Closed mpoquet closed 7 years ago
Probably related to issue #2, but this behaviour might also explicit some kind of buffer overflow which only occurs in this execution context.
Tried d437b38 as written here, and cannot reproduce the bug :
pfdutot@malihini:/tmp/test/batsim$ ./test/run_tests.sh
+ rm -rf test/out/instance_examples
+ rm -rf test/out/unique
+ rm -rf test/out/no_energy
+ rm -rf test/out/space_sharing
+ rm -rf test/out/energy
+ server_launched_by_me=0
++ ps faux
++ grep -v grep
++ wc -l
++ grep redis-server
+ r=1
+ '[' 1 -eq 0 ']'
+ tools/experiments/execute_one_instance.py -od test/out/instance_examples/pftiny ./tools/experiments/instance_examples/pybatsim_filler_tiny.yaml
Traceback (most recent call last):
File "tools/experiments/execute_one_instance.py", line 729, in <module>
main()
File "tools/experiments/execute_one_instance.py", line 635, in main
batsim_command)
File "tools/experiments/execute_one_instance.py", line 105, in retrieve_info_from_instance
cwd = working_directory)
File "/usr/local/lib/python2.7/dist-packages/execo/process.py", line 957, in __init__
super(Process, self).__init__(cmd, **kwargs)
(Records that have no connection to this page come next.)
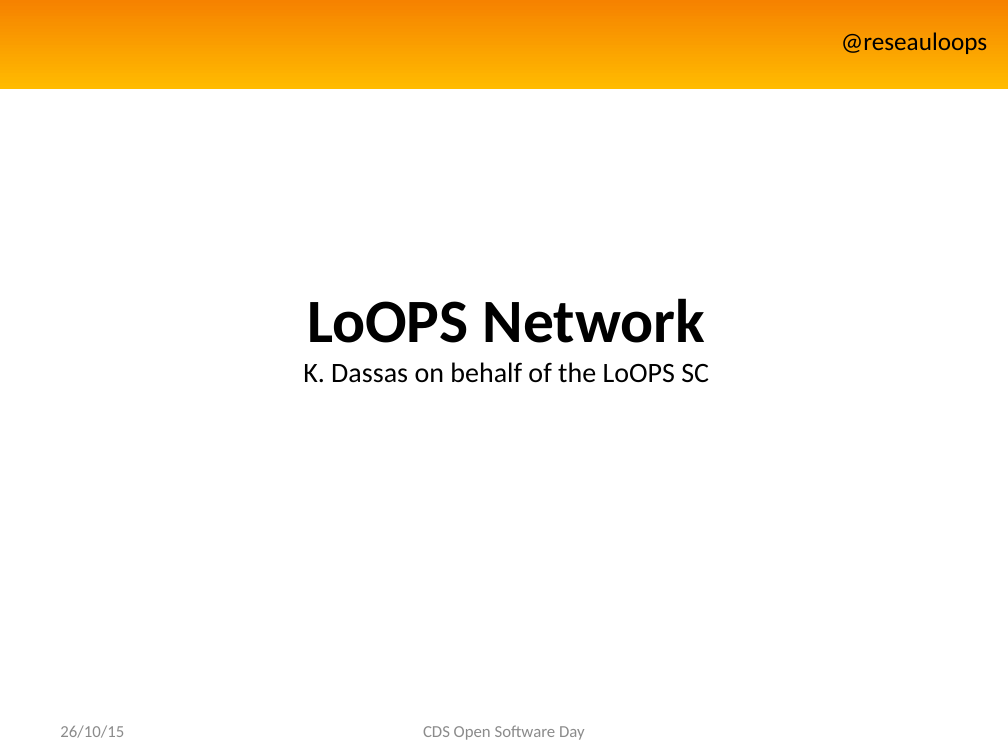
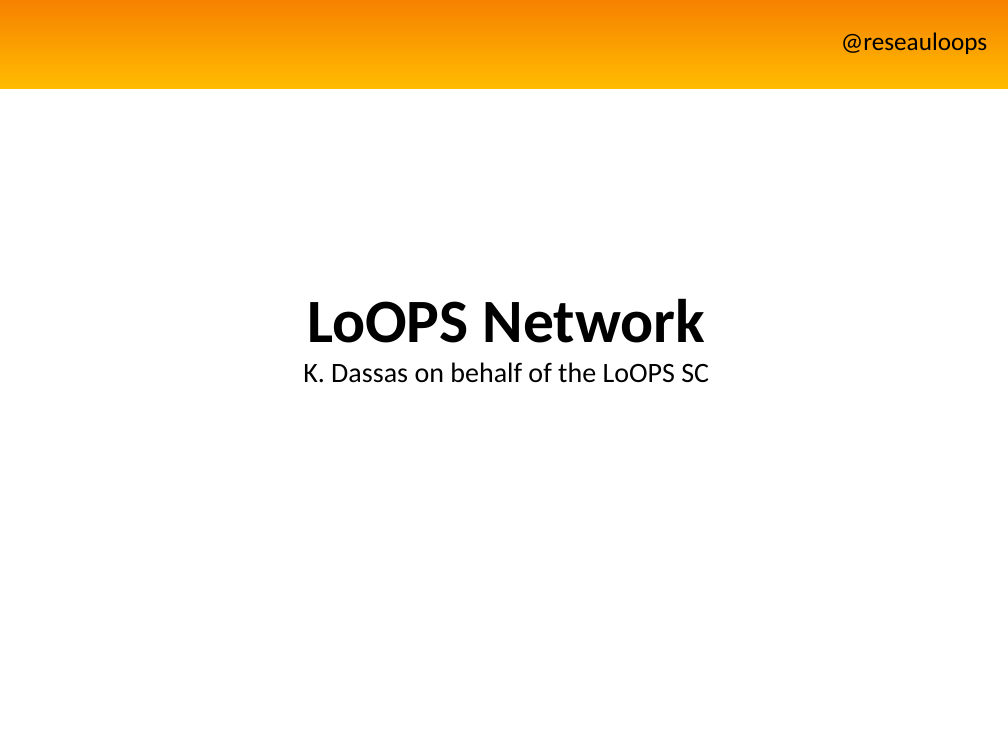
Before and after one commit to reseau-loops/reseau-loops.github.com, a slide deck: slide 1 of presentations/PrésentationLoOPSAnglais.pptx. Drawn at 1008x756 pixels with LibreOffice and Linux fonts; fonts in the diff are those of the drawing; background and template pictures are left out. Boxes give left, top, right and bottom in pixels: in the first picture for what was removed or moved away, otherwise in the second. Text is boxed around its words. In the diff, an @@ line names an element or a change of style, - is before the commit and + after.

```diff
--- a/presentations/PrésentationLoOPSAnglais.pptx
+++ b/presentations/PrésentationLoOPSAnglais.pptx
@@ text removed at <box>60,725,124,738</box> @@
-26/10/15
@@ text removed at <box>423,725,585,740</box> @@
-CDS Open Software Day
```
Also in this commit, not shown: 6 other slides changed, 1 other file.

TypeError: __init__() got an unexpected keyword argument 'cwd'
It seems that, in the Execo version you used, the Process class does not handle the cwd argument. Can you try to use https://github.com/mickours/execo instead of the main Execo repository?
Now, using the commit 92d7a95856a6e3d1df624d3c969d68181a3a9b1e I cannot reproduce the bug : all tests are running correctly.
Actually, using valgrind I find one case where it fails.
Did you remove the -q
option from the batsim commands?
The problem still appears on commit 95b5e644 on my machine and on Travis :(. However, for some reason (fixing #2 ?), Batsim's output is now shown on Travis's output !
The number of jobs that can be read before the black hole depends on the number of characters printed in the different XBT_LOG calls.
This issue seems to be deterministic, as the black hole always appears after the same number of jobs (on a fixed commit) on my machine, and this number equals to travis's one.
If Batsim and the scheduler are run manually, the problem does not appear on my machine. Can you try it on yours?
I will try investigating with valgrind, as it can now be executed by the python script!
git checkout e26e9f0af
cd ${BATSIM_ROOT_DIR}
./test/run_test.sh # Will fail, wait for the fail to happen
./test/out/instance_examples/pfmedium/batsim_command.sh
./test/out/instance_examples/pfmedium/sched_command.sh
Fixed by commit bb00d9a224, many thanks!
Travis build after the merge: https://travis-ci.org/oar-team/batsim/builds/160408955. Travis build after removing the '-q' options from the test scripts: https://travis-ci.org/oar-team/batsim/builds/160410385.
Description
Batsim gets stuck into a blackhole under certain circumstances:
Steps to reproduce
./test/run_tests.sh
Problems
Batsim gets stuck before opening the socket, so the experiment script waits for timeout.
Typically, Batsim gets stuck while it is reading the workload. The number of jobs read depends on the number of characters printed by XBT_INFO during each job...
When Batsim is executed this way, Batsim's stdout and stderr are not given back to the python execution tools., which makes debugging this issue quite annoying.